Could somebody help me to remember :

 

a) If a quantity [math]x_\nu=(ct, x) [/math] is a vector,

 

is [math]\partial_t x_\nu=(c, v)[/math]

 

a vector too ?

 

b) is not [math]B_{\mu \nu}=\partial_\mu x_\nu [/math] a tensor of order 2, and hence [math]C_\mu=g_\mu^{\quad\nu} B_{\mu\nu}[/math] a vector which come at the same as the 1st ?

Posted
Could somebody help me to remember :

 

a) If a quantity [math]x_\nu=(ct, x) [/math] is a vector,

Well, this not a vector, in fact your notation makes no sense. So it seems like you are trying to run before you can walk.

 

Let me help you take your first tottering steps

 

Consider the [math]x,y[/math] plane. Here we may have a directed line segment with a particular start point and a particular end point, each referred to the [math]x,\,\,y[/math] coordinates, which will give us information about the length and direction of our line segment.

 

But we may find an infinity of line segments with the same length and same direction, but different start and end points. Let's call the class of all such segments with the same length and direction an equivalence class (there is a technical definition for this, but we don't need it).

 

So the equivalence class of all directed line segments with the same length and direction, regardless of their start of end points, is called a vector. Obviously then, it makes no sense to try and refer to a vector so defined to the [math]x,\,\,y[/math] coordinates, since each element in the equivalence class refer to these coordinates in a unique way.

 

What is less obvious that the arithmetic sum of two such equivalence classes/vectors is another equivalence class/vector and that arithmetic multiplication by a number, a scalar, is also another equivalence class/vector. However it is true, and what is also true is that these operations "combine" as follows:

 

Suppose [math]v,\,\,w[/math] are vectors as defined, and that [math]\alpha[/math] is a scalar. Then we must have that [math]\alpha (v+w)=\alpha v+\alpha w[/math] as another vector, and one or two other tricks. This is called linearity.

 

So. If our vectors cannot be referred to our coordinates, what can they be referred to?
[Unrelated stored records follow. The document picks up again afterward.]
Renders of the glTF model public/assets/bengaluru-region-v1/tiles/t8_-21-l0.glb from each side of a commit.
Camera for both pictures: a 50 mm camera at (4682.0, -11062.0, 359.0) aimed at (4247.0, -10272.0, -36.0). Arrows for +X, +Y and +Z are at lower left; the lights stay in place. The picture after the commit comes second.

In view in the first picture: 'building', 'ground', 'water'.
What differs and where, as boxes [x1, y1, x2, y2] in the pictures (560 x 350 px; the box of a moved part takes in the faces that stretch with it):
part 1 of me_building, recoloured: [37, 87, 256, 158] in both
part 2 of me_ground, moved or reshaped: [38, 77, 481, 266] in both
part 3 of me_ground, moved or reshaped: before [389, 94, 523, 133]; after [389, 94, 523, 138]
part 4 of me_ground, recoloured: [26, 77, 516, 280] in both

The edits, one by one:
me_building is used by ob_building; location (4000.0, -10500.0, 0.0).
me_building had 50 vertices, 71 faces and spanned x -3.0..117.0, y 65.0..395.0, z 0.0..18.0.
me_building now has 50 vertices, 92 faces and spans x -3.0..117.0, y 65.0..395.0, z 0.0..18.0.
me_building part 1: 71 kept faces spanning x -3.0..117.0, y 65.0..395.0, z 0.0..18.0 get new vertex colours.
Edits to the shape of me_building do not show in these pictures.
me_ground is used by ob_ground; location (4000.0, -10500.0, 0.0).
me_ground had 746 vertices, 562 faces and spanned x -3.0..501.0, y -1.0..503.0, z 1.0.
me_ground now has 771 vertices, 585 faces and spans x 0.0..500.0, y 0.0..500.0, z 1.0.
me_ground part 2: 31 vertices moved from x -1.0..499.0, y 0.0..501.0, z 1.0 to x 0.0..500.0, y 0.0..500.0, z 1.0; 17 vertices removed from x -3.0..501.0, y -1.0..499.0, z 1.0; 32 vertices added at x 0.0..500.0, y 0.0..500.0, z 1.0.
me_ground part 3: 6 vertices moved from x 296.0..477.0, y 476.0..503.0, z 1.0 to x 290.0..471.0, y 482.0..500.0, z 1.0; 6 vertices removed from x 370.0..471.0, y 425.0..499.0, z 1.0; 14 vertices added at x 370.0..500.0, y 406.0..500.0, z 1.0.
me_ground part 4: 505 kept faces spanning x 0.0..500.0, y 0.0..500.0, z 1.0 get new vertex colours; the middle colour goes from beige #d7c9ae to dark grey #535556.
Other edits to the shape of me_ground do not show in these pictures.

By the above, the linear combination of any two vectors is a third vector, though it might be the zero vector, but the converse is false: there are vectors which are not the linear combination of any other vectors, and these are called basis vectors.

 

Specifically in our case, for the basis vectors [math]e_1,\,\,e_2[/math] there is no scalar such that [math]\alpha e_1 = e_2[/math] (and topsy-turvy).

 

Then you go on and ask about the differential operator. This is a fish in a different kettle entirely. Ask if you want to know more.....

Posted

No. What is [math]\vec{e}_t[/math]? What is [math]\vec{e_x}[/math]? Specifically - to what do the subscripts refer? They should be natural numbers - are they?

 

Likewise, what are the co-factors [math]ct[/math] and [math]x[/math]? They should be elements in some scalar field. Are they? How can [math]x[/math], say, be both a natural number and also an element in some scalar field? Hint: the natural numbers are not a field.

 

Ask if you have a question.

Posted
No. What is [math]\vec{e}_t[/math]? What is [math]\vec{e_x}[/math]? ...

 

[math]\vec{e}_t[/math] is a Unit Vector, defined to point in the "direction" of time.

 

[math]\vec{e_x}[/math] is another Unit Vector (by definition, a Unit Vector has length 1), defined to point in the direction of the X axis.

 

If you re-define [math]\vec{e}_t[/math] as i [math]\vec{e}_y[/math] then you have the Complex Plane, with time along the Y axis. And your vector math is the same as complex algebra. Convenient.

Posted

I don't know if it is authorised, the indices used above are like the convention sometimes found for spherical coordinates, but don't know if it is 'allowed' (neither by which mathematical authority) : [math]\vec{e}_r,\vec{e}_\theta,\vec{e}_\phi[/math] ?

 

Here I suppose it is the symbol, 'r' for example, and not the numerical value of 'r', in fact i do not know exactly this convention work, seem complicated after all.

 

Else, if for example [math] r=\theta=1.3[/math] then [math]\vec{e}_r=\vec{e}_{1.3}<>\vec{e}_\theta\textrm{ even if }=\vec{e}_{1.3}[/math]

 

~Like in C, int *r;

the difference between r and *r

Posted
If you re-define [math]\vec{e}_t[/math] as i [math]\vec{e}_y[/math]
So time is imaginary after all!

 

If: [math]ct,x\in\mathbb{R}[/math], they then are in a field ?
Look I am finding this weird notation rather confusing.

 

I assume that [math]c[/math] is a constant - light speed specifically. So that for any fixed value of [math]t[/math], say [math]t_n[/math], then [math]ct_n[/math] is the distance travelled by light in this time.

 

Now a field has, among its other axioms, that all additive inverses exist. So what is meant by "negative distance"? On other words, are you sure that [math]ct_n[/math] is an element in some field?

 

Or is there some subtlety that physicists are aware of and I am not?

Posted

Distance in 1D, could need a "sense" as a supplemental data, i.e. right or left (like : +c and -c ?). Could we find in this way an inverse ?

 

This is a good remark, since, if ct is a distance, it should be along the x-axis.

 

With the imaginary time, c with units m/s achieve a rotation of -90°, which seems more consistent.

 

So in the first case, can we deduce c should in fact be a 2x2 matrix ?

Posted
Distance in 1D, could need a "sense" as a supplemental data, i.e. right or left (like : +c and -c ?). Could we find in this way an inverse ?

 

This is a good remark, since, if ct is a distance, it should be along the x-axis.

 

With the imaginary time, c with units m/s achieve a rotation of -90°, which seems more consistent.

 

So in the first case, can we deduce c should in fact be a 2x2 matrix ?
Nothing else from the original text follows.